Das Oberlandesgericht Linz hat als Rekursgericht durch die Richter Senatspräsident Dr. Robert Singer als Vorsitzenden, Mag. Herbert Ratzenböck und Dr. Patrick Eixelsberger in der Rechtssache der klagenden Partei A* , geboren am **, **, **, vertreten durch Mag. Kevin Gerner, Rechtsanwalt in Braunau am Inn, gegen die beklagte Partei B* , geboren am **, **straße **, **, Deutschland, wegen EUR 58.863,78 sA, über den Rekurs der beklagten Partei gegen den Beschluss des Landesgerichts Salzburg vom 20. November 2025, Cg*-12, in nichtöffentlicher Sitzung beschlossen:
Dem Rekurs wird nicht Folge gegeben.
Der Revisionsrekurs ist jedenfalls unzulässig.
BEGRÜNDUNG:
Mit der am 11.7.2025 eingebrachten Klage begehrt die Klägerin von der Beklagten als Alleinerbin nach dem Verstorbenen C* die Zahlung eines Pflichtteils in Höhe von EUR 58.863,78 sA.
Innerhalb der Frist zur Erstattung der Klagebeantwortung beantragte die Beklagte am 26.8.2025 die Bewilligung der Verfahrenshilfe im vollen Umfang.
Nach Durchführung eines Verbesserungsverfahrens, in dem die Beklagte vom Erstgericht unter anderem aufgefordert wurde, Angaben über den Fortbestand des seinerzeit übernommenen Reinnachlasses zu machen (ON 5) bzw aufzuschlüsseln, wofür die aus der Verlassenschaft erlangten Vermögenswerte verwendet wurden, und entsprechende Belege beizulegen (ON 10), wies das Erstgericht mit dem angefochtenen Beschluss den Verfahrenshilfeantrag ab. Dazu traf es folgende Feststellungen :
Die Beklagte erhält monatlich eine Pension von EUR 1.842,27, hat zusätzlich einen durchschnittlichen Gewinn aus einer selbständigen Tätigkeit von monatlich EUR 151,80 und Einnahmen aus einer Telefontätigkeit von durchschnittlich monatlich EUR 463,11. Die monatlichen Fixkosten für Wohnung und Versicherungen betragen EUR 1.054,71. Die Beklagte hat Schulden (hauptsächlich Kreditkartenschulden) von EUR 14.389,96.

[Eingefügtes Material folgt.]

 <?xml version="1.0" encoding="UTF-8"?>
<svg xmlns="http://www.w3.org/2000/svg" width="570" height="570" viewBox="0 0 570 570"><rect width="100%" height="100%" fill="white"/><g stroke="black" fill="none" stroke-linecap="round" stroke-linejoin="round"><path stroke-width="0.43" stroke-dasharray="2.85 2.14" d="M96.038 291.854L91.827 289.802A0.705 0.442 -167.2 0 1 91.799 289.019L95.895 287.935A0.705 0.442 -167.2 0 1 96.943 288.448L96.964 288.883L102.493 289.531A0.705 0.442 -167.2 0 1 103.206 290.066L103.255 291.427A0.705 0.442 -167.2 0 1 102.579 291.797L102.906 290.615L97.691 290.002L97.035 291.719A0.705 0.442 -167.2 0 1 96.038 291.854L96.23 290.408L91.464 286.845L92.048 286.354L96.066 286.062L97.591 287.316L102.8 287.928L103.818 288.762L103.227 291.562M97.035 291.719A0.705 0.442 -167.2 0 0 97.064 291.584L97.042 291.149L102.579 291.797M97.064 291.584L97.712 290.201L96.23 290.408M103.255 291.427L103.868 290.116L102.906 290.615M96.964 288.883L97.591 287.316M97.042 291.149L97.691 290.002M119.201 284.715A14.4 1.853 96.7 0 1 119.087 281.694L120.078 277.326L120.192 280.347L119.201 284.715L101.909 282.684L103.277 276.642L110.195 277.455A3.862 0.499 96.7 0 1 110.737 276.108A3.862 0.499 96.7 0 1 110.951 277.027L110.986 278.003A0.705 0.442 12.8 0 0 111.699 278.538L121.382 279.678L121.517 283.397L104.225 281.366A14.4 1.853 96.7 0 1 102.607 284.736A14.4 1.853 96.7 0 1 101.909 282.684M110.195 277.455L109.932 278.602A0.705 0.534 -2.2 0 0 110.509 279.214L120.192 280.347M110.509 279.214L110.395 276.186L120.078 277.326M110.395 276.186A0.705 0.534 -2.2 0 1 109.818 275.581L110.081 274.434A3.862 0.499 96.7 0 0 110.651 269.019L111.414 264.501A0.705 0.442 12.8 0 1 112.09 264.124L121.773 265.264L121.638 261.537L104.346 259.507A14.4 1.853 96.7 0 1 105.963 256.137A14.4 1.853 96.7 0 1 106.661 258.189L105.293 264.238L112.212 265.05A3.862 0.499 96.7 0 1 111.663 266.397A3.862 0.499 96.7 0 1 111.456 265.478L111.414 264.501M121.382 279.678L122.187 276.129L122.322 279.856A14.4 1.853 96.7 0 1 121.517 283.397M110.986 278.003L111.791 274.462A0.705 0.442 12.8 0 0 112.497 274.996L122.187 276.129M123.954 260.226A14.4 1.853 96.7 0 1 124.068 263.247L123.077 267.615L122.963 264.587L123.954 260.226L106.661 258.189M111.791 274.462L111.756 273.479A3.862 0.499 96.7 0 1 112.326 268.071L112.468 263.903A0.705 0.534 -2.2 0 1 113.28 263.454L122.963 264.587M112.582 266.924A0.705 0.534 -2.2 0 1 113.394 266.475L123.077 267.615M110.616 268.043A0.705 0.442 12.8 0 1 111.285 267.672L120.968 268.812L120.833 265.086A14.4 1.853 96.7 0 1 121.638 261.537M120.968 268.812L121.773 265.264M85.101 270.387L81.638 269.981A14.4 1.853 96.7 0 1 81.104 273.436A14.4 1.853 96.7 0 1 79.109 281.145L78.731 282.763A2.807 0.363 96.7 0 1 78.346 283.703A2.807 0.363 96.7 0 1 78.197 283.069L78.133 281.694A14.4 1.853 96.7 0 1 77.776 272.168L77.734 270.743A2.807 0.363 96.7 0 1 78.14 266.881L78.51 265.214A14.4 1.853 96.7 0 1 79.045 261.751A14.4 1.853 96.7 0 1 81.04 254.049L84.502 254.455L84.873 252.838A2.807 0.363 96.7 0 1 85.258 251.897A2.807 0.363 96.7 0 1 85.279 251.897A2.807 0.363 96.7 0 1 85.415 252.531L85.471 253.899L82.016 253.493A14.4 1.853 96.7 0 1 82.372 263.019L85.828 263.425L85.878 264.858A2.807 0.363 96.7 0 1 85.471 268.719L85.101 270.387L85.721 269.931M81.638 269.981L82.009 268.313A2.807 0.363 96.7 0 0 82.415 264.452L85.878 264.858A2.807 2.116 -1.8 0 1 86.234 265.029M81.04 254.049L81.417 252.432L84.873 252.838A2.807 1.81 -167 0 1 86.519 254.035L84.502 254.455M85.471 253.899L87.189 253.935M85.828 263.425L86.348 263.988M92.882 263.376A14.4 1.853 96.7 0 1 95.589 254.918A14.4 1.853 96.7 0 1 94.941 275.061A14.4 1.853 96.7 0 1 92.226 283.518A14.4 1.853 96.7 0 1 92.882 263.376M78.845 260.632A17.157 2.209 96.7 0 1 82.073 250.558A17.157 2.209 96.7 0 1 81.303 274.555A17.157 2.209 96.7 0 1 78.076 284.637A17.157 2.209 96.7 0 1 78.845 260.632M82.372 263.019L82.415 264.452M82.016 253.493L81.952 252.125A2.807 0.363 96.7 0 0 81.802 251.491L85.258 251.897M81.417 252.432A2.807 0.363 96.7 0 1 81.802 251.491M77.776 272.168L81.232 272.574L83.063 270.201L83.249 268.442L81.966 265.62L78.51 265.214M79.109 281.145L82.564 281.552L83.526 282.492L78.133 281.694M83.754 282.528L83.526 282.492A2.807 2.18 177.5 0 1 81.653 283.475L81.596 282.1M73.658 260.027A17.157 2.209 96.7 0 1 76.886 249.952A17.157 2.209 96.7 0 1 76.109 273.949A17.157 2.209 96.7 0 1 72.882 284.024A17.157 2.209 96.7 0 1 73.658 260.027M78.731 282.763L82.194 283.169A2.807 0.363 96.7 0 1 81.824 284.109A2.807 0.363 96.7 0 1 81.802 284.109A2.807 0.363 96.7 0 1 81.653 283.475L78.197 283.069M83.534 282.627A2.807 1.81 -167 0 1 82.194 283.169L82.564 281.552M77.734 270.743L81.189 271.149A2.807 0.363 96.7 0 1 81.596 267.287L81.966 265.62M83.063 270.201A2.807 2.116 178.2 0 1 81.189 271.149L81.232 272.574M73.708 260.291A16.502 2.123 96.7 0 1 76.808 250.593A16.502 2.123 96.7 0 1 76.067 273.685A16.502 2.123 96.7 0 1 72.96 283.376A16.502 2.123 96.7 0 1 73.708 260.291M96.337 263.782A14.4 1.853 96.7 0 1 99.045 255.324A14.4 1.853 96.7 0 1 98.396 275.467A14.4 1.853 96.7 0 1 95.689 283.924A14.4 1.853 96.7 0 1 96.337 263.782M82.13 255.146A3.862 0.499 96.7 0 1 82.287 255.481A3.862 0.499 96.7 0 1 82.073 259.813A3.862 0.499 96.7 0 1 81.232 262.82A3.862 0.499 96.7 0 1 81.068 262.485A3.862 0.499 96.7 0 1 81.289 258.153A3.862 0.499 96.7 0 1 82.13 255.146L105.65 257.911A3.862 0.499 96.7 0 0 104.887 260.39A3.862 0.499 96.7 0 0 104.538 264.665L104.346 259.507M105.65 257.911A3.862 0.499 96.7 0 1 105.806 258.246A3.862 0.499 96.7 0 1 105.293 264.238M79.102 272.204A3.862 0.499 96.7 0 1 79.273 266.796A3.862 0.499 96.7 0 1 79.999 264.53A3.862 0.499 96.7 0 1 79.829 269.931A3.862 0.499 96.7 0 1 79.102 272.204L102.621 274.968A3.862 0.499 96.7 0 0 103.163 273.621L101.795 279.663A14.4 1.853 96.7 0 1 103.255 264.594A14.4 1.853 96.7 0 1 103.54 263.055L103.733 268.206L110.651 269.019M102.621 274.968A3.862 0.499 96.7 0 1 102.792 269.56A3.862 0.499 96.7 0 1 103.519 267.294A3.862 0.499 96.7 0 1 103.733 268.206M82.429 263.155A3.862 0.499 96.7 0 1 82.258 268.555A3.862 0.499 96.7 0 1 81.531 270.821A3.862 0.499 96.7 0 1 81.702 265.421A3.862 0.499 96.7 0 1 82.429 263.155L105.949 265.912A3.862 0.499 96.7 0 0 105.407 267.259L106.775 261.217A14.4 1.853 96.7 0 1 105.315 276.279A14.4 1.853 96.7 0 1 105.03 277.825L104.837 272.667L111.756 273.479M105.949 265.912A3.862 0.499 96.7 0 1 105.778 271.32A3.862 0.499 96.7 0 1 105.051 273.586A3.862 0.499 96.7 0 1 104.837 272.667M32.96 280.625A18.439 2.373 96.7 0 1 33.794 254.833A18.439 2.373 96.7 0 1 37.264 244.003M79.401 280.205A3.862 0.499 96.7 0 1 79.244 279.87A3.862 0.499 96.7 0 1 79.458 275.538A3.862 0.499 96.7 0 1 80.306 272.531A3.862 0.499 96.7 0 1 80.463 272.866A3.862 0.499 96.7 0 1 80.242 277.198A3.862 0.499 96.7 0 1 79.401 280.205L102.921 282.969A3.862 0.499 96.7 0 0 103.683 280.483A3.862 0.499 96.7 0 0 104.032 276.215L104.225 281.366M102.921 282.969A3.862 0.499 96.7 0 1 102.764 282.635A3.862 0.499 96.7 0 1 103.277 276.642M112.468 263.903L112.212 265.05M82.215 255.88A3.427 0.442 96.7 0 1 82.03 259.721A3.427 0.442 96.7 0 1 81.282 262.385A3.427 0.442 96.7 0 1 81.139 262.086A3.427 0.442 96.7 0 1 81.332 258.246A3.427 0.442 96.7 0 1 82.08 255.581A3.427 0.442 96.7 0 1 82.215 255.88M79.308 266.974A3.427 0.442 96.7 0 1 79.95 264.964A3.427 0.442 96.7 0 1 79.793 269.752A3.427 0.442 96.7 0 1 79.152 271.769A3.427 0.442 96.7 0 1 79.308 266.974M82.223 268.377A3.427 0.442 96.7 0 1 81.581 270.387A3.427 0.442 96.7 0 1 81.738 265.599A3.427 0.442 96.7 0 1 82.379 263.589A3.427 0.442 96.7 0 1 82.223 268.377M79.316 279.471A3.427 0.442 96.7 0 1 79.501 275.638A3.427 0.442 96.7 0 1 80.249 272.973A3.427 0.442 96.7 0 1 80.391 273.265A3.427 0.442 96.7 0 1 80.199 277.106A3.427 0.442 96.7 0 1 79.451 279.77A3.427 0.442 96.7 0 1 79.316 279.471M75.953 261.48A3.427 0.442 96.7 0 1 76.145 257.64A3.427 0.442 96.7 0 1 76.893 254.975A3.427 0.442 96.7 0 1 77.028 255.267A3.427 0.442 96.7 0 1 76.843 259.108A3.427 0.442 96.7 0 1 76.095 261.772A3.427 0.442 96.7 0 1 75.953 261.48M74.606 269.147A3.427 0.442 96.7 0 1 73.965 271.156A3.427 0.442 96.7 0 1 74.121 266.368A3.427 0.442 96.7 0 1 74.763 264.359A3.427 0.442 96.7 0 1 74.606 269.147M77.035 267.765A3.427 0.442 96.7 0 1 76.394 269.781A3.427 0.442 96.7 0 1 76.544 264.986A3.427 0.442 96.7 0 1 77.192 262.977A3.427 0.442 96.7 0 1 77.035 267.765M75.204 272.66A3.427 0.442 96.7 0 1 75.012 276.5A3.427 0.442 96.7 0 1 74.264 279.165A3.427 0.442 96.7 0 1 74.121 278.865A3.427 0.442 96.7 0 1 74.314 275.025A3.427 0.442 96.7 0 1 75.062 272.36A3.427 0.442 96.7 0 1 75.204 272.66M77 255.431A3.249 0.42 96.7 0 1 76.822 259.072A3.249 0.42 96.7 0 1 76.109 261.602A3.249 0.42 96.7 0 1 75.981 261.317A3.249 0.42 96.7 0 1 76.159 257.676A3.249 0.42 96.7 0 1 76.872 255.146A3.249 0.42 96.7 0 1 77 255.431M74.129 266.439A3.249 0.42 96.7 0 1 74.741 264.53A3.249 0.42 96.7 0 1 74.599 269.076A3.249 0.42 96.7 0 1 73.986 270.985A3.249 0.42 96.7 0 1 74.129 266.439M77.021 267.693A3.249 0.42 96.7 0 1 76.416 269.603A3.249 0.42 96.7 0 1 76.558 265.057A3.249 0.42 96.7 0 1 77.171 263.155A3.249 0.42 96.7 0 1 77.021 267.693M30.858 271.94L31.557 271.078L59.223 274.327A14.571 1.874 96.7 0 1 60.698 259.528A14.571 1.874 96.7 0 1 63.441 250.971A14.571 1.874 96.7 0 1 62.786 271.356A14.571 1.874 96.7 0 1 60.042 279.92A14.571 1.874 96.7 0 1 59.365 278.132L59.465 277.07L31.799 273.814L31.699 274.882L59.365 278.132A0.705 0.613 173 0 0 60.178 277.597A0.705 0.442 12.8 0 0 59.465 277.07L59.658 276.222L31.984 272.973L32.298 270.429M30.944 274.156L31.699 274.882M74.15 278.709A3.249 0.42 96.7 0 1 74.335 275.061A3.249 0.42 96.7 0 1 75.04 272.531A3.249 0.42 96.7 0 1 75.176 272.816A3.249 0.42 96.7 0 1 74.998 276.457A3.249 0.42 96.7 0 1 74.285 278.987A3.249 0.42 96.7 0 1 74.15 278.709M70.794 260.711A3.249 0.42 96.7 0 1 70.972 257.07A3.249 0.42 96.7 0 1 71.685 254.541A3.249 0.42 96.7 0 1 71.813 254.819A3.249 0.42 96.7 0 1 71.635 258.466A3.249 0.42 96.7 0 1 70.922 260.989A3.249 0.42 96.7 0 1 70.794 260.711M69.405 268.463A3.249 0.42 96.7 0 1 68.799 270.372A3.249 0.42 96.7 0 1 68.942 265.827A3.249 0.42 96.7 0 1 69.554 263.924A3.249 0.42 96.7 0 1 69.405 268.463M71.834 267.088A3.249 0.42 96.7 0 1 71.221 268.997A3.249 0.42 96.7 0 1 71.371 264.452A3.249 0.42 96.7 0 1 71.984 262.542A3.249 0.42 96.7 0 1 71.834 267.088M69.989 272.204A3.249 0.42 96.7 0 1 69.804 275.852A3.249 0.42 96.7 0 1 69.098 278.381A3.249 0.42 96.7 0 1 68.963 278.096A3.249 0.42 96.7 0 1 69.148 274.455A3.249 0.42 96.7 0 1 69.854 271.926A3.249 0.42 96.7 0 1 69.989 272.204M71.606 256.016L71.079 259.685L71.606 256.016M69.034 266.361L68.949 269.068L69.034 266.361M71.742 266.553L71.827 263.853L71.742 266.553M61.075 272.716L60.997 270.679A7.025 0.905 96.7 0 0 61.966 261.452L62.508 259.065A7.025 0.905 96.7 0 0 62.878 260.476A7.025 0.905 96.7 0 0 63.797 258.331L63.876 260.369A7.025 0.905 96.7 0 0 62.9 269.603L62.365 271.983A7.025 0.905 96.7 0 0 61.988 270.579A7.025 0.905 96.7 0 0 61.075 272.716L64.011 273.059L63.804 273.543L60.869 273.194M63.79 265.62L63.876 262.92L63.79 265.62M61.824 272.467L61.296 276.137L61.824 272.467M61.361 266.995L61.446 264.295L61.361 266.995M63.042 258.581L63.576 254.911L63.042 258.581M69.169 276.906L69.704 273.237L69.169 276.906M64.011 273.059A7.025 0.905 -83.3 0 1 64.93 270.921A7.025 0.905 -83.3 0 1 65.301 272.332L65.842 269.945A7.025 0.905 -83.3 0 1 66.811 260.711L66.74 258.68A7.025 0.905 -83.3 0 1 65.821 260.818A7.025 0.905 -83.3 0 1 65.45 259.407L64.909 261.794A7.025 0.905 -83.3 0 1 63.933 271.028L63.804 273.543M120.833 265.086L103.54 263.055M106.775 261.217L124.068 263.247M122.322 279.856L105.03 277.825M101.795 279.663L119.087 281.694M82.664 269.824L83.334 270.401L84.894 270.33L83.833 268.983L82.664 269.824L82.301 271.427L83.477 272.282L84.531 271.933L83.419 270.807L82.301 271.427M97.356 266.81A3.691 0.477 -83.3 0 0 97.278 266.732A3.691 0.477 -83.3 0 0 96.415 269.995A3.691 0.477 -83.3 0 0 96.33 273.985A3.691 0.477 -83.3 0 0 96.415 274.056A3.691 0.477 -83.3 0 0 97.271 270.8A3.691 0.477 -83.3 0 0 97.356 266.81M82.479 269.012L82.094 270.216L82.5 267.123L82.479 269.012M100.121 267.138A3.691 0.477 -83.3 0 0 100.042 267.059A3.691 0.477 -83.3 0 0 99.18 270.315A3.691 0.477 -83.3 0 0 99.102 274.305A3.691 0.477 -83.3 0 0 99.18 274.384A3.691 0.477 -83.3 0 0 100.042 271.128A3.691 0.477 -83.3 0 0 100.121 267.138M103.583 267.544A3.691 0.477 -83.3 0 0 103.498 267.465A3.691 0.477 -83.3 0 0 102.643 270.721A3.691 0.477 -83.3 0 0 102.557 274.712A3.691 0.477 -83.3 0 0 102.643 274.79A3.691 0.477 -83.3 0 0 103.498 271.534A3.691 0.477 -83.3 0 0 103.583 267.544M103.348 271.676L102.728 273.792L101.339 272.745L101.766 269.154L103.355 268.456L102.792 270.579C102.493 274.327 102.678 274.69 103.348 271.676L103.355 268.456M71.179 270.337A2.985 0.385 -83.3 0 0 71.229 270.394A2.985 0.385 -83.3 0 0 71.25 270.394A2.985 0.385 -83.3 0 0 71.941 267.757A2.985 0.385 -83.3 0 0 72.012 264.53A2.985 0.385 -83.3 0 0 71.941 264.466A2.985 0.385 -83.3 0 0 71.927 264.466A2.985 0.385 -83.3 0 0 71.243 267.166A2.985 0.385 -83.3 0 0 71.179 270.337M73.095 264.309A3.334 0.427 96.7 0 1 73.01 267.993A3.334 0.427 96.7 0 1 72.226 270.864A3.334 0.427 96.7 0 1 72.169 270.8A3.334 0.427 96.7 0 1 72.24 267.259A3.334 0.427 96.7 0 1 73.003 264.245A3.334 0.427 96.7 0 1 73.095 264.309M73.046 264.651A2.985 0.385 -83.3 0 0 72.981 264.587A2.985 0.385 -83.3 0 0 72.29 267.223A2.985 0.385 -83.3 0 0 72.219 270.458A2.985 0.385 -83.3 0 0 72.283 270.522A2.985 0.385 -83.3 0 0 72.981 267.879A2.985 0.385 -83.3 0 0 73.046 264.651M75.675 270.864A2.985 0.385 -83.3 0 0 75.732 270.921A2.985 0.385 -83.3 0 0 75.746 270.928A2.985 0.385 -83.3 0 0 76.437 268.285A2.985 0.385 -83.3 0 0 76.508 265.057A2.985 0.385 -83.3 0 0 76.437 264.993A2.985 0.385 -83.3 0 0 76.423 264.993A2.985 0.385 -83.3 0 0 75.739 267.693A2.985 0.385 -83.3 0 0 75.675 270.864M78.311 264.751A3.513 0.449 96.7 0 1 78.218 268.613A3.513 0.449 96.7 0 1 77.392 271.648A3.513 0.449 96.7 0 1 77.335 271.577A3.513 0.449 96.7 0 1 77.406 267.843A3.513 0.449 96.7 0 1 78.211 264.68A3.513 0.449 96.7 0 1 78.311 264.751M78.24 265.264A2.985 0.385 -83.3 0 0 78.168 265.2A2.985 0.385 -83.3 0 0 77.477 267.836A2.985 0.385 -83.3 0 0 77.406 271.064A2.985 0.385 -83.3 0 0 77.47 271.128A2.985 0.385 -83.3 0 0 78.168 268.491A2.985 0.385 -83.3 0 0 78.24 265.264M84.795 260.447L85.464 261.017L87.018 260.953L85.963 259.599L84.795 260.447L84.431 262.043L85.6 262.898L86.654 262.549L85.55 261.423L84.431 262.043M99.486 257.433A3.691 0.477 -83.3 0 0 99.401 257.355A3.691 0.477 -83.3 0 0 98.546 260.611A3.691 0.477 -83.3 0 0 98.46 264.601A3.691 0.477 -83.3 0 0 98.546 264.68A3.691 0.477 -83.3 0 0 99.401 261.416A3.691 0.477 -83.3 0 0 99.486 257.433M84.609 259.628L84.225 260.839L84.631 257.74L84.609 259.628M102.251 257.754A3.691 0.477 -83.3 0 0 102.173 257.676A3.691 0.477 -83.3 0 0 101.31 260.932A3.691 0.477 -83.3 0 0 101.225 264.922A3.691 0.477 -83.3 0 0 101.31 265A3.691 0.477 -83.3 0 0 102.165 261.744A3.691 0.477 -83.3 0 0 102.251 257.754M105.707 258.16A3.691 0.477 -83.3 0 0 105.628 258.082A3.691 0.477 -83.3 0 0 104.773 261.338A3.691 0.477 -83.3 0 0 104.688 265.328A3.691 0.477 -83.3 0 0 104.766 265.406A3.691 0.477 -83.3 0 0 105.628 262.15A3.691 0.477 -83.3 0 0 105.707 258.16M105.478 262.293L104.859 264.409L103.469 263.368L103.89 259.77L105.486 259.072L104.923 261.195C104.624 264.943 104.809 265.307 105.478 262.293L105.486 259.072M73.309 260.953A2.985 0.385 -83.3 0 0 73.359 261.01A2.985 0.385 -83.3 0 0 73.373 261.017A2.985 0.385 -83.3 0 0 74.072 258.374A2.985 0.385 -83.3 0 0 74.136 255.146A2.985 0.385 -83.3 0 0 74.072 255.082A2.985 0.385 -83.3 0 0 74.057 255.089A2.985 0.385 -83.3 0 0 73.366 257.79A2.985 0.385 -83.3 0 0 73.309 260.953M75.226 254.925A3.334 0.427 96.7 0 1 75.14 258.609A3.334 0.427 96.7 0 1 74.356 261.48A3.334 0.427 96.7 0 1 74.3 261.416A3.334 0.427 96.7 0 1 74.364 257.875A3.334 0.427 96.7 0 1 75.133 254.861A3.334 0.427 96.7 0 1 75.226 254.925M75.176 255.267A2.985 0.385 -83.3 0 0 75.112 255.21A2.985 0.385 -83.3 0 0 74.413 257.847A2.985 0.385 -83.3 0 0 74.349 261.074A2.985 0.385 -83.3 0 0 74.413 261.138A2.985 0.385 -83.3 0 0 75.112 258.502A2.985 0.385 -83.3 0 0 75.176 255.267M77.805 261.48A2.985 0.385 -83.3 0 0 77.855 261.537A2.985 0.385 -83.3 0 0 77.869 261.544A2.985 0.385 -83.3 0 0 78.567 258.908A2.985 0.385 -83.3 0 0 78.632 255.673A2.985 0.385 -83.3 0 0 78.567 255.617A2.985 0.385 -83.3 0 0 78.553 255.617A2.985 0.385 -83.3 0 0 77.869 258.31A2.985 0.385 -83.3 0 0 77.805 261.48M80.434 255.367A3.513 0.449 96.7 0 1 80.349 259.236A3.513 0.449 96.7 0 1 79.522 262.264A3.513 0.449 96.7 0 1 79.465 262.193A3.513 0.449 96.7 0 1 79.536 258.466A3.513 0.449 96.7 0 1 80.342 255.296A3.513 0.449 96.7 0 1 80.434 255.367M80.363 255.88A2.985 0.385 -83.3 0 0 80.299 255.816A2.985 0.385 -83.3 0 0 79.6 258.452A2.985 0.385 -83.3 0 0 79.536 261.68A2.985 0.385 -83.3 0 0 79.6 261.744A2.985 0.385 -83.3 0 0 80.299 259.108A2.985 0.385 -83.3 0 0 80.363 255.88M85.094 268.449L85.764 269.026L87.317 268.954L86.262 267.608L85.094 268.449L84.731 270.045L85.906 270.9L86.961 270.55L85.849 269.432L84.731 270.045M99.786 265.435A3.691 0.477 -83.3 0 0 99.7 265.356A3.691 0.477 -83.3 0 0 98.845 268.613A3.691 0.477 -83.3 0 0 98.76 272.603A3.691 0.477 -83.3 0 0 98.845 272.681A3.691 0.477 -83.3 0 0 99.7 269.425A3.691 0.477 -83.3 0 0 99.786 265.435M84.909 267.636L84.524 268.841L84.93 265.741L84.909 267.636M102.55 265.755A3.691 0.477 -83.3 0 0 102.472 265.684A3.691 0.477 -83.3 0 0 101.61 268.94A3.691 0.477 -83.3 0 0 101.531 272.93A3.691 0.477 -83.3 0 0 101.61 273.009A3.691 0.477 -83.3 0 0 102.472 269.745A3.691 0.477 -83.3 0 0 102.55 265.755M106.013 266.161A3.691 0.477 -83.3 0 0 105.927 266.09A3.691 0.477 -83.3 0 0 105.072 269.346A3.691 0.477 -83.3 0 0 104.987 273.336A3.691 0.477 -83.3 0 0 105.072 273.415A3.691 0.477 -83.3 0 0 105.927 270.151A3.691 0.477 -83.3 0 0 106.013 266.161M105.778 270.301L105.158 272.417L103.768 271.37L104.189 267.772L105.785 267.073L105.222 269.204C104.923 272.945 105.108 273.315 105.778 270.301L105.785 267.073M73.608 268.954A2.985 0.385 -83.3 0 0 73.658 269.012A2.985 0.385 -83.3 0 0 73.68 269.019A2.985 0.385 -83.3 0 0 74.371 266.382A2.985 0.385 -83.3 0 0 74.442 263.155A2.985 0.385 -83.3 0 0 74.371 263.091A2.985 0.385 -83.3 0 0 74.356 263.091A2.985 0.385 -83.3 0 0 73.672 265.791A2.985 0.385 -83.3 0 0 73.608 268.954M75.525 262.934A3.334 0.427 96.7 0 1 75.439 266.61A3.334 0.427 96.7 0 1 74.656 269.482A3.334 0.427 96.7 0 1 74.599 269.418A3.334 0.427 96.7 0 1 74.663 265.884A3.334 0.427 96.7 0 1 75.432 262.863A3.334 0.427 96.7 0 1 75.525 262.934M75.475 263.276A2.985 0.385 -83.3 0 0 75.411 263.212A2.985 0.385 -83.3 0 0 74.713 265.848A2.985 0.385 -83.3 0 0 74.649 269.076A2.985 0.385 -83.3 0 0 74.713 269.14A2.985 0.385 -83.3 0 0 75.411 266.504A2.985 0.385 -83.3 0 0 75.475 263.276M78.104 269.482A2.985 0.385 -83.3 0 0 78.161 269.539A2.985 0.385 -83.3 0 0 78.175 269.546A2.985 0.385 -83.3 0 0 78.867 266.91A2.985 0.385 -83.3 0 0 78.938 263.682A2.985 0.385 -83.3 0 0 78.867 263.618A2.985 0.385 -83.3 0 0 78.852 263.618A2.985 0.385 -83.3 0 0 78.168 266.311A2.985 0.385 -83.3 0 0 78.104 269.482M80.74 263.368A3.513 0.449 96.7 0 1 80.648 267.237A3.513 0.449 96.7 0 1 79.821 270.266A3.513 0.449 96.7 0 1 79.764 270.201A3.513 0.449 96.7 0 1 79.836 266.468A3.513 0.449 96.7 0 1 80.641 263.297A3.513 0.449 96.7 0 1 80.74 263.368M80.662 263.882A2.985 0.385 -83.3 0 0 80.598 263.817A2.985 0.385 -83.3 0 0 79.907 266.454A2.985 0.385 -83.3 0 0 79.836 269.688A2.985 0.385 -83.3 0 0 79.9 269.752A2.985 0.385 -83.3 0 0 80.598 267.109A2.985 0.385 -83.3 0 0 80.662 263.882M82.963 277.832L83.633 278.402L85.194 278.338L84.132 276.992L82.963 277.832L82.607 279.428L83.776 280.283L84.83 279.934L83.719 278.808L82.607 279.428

Nach dem Tod ihres Vaters wurde der Beklagten der reine Nachlass von EUR 355.617,49 eingeantwortet. Ihrem Bruder bezahlte sie davon einen Pflichtteil von EUR 88.295,67. Nach der Erbschaft unternahm die Beklagte viele Tagesausflüge mit Freunden und ihren Enkelkindern, sie genoss das Leben und ließ es sich gut gehen; sie spielte auch vermehrt Lotto. Für ihren Lebenswandel gab die Beklagte seit Mai 2022 jedenfalls einen Betrag von EUR 90.552,34 aus. Es kann nicht festgestellt werden, ob die Beklagte die restliche Erbschaft von EUR 176.769,48 verbraucht hat.
In rechtlicher Hinsichtverneinte das Erstgericht die Verfahrenshilfebedürftigkeit. Da die Vorlage der Belege und die Ergänzung des Vermögensbekenntnisses gerichtlich nicht erzwungen werden könne, bleibe hier nur die Sanktion freier Würdigung des Verhaltens. § 381 ZPO sei sinngemäß anzuwenden. Unklarheiten seien im Sinne des § 381 ZPO zu Lasten jener Partei zu würdigen, die die Verfahrenshilfe beantragt. Die Negativfeststellung zum Verbleib des restlichen Vermögens von ca EUR 170.000,00 führe dazu, dass die Voraussetzungen für die Bewilligung der Verfahrenshilfe nicht vorliegen, da auch keine Gründe genannt worden seien, die eine Verwertung bzw Verwendung des Vermögens unzumutbar machen würden.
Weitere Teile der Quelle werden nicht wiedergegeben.